Task to carry out:
Only the lines below, from the one with "pad_chamfer = 0.3" through the one with "return plane_at(x).polyline(corners).close().extrude(length)", are to be written out, exactly.

Collected data entries:
==================================================

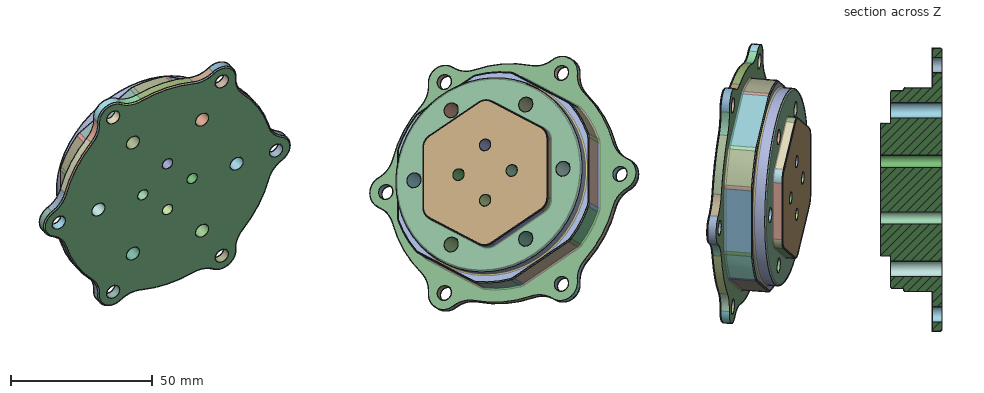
import cadquery as cq
import math

pad_thickness = 3.5
disc_thickness = 4.7
body_thickness = 10.1
flange_thickness = 3.5

pad_half_width = 23.5
pad_corner_radius = 5.0
pad_chamfer = 0.3
pad_root_radius = 0.2

disc_radius = 35.0
disc_chamfer = 0.5
disc_root_radius = 0.5

body_radius = 38.1
body_half_width = 36.0
body_corner_radius = 4.0
body_chamfer = 0.4
body_root_radius = 0.5

flange_radius = 43.0
flange_chamfer = 0.5
ear_circle_radius = 44.0
ear_radius = 6.0
ear_blend_radius = 10.0

ear_hole_diameter = 5.3
disc_hole_diameter = 5.3
disc_hole_circle_radius = 28.0
pad_hole_diameter = 4.2
pad_hole_circle_radius = 10.0
pad_hole_count = 4

sides = 6

tolerance = 0.01

total_thickness = pad_thickness + disc_thickness + body_thickness + flange_thickness
disc_start = pad_thickness
body_start = disc_start + disc_thickness
flange_start = body_start + body_thickness
pad_reach = pad_half_width / math.cos(math.pi / sides)


def plane_at(x):
    """YZ plane at the given X, facing +X."""
    return cq.Workplane("YZ", origin=(x, 0, 0))


def polar(radius, angle):
    """Point at a radius and an angle in degrees."""
    return (radius * math.cos(math.radians(angle)), radius * math.sin(math.radians(angle)))


def hexagon(x, half_width, length):
    """Hexagonal prism with two flats facing +Y and -Y."""
    corner_distance = half_width / math.cos(math.pi / sides)
    corners = [polar(corner_distance, 360 / sides * (i + 0.5)) for i in range(sides)]
    return plane_at(x).polyline(corners).close().extrude(length)


def make_pad():
    pad = hexagon(0, pad_half_width, pad_thickness)
    pad = pad.edges("|X").fillet(pad_corner_radius)
    return pad.faces("<X").edges().chamfer(pad_chamfer)


def make_disc():
    disc = plane_at(disc_start).circle(disc_radius).extrude(disc_thickness)
    return disc.faces("<X").edges().chamfer(disc_chamfer)


def make_body():
    body = plane_at(body_start).circle(body_radius).extrude(body_thickness)
    body = body.intersect(hexagon(body_start, body_half_width, body_thickness))
    body = body.edges("|X").fillet(body_corner_radius)
    return body.faces("<X").edges().chamfer(body_chamfer)


def make_flange():
    blend_distance = flange_radius + ear_blend_radius
    ear_reach = ear_radius + ear_blend_radius
    blend_angle = math.degrees(math.acos(
        (blend_distance**2 + ear_circle_radius**2 - ear_reach**2)
        / (2 * blend_distance * ear_circle_radius)))

    def along(start, end, distance):
        """Point at a distance from start towards end."""
        ratio = distance / math.dist(start, end)
        return tuple(a + (b - a) * ratio for a, b in zip(start, end))

    pitch = 360 / sides
    outline = plane_at(flange_start).moveTo(*polar(flange_radius, -blend_angle))
    for i in range(sides):
        angle = i * pitch
        ear_center = polar(ear_circle_radius, angle)
        blend_in = polar(blend_distance, angle - blend_angle)
        blend_out = polar(blend_distance, angle + blend_angle)
        ear_start = along(ear_center, blend_in, ear_radius)
        ear_end = along(ear_center, blend_out, ear_radius)
        ear_foot = polar(ear_circle_radius - ear_radius, angle)
        blend_in_middle = along(blend_in, ear_foot, ear_blend_radius)
        blend_out_middle = along(blend_out, ear_foot, ear_blend_radius)
        outline = (
            outline.threePointArc(blend_in_middle, ear_start)
            .threePointArc(polar(ear_circle_radius + ear_radius, angle), ear_end)
            .threePointArc(blend_out_middle, polar(flange_radius, angle + blend_angle))
            .threePointArc(
                polar(flange_radius, angle + pitch / 2),
                polar(flange_radius, angle + pitch - blend_angle),
            )
        )
    flange = outline.close().extrude(flange_thickness)
    return flange.faces(">X").edges().chamfer(flange_chamfer)


def hole_pattern(diameter, circle_radius, count):
    """Ring of round cutters through the whole thickness."""
    centers = [polar(circle_radius, 360 / count * i) for i in range(count)]
    return plane_at(0).pushPoints(centers).circle(diameter / 2).extrude(total_thickness)


def join(base, layer, foot_x, foot_reach, root_radius):
    """Join a layer onto a wider one, with a concave fillet round its foot in the plane at foot_x."""

    def is_foot(edge):
        center = edge.Center()
        box = edge.BoundingBox()
        in_plane = box.xlen < tolerance and abs(center.x - foot_x) < tolerance
        return in_plane and math.hypot(center.y, center.z) < foot_reach + tolerance

    joined = base.union(layer)
    return joined.edges().filter(is_foot).fillet(root_radius)


result = join(make_flange(), make_body(), flange_start, body_radius, body_root_radius)
result = join(result, make_disc(), body_start, disc_radius, disc_root_radius)
result = join(result, make_pad(), disc_start, pad_reach, pad_root_radius)
result = result.cut(hole_pattern(ear_hole_diameter, ear_circle_radius, sides))
result = result.cut(hole_pattern(disc_hole_diameter, disc_hole_circle_radius, sides))
result = result.cut(hole_pattern(pad_hole_diameter, pad_hole_circle_radius, pad_hole_count))

==================================================

Task solution:
pad_chamfer = 0.3
pad_root_radius = 0.2

disc_radius = 35.0
disc_chamfer = 0.5
disc_root_radius = 0.5

body_radius = 38.1
body_half_width = 36.0
body_corner_radius = 4.0
body_chamfer = 0.4
body_root_radius = 0.5

flange_radius = 43.0
flange_chamfer = 0.5
ear_circle_radius = 44.0
ear_radius = 6.0
ear_blend_radius = 10.0

ear_hole_diameter = 5.3
disc_hole_diameter = 5.3
disc_hole_circle_radius = 28.0
pad_hole_diameter = 4.2
pad_hole_circle_radius = 10.0
pad_hole_count = 4

sides = 6

tolerance = 0.01

total_thickness = pad_thickness + disc_thickness + body_thickness + flange_thickness
disc_start = pad_thickness
body_start = disc_start + disc_thickness
flange_start = body_start + body_thickness
pad_reach = pad_half_width / math.cos(math.pi / sides)


def plane_at(x):
    """YZ plane at the given X, facing +X."""
    return cq.Workplane("YZ", origin=(x, 0, 0))


def polar(radius, angle):
    """Point at a radius and an angle in degrees."""
    return (radius * math.cos(math.radians(angle)), radius * math.sin(math.radians(angle)))


def hexagon(x, half_width, length):
    """Hexagonal prism with two flats facing +Y and -Y."""
    corner_distance = half_width / math.cos(math.pi / sides)
    corners = [polar(corner_distance, 360 / sides * (i + 0.5)) for i in range(sides)]
    return plane_at(x).polyline(corners).close().extrude(length)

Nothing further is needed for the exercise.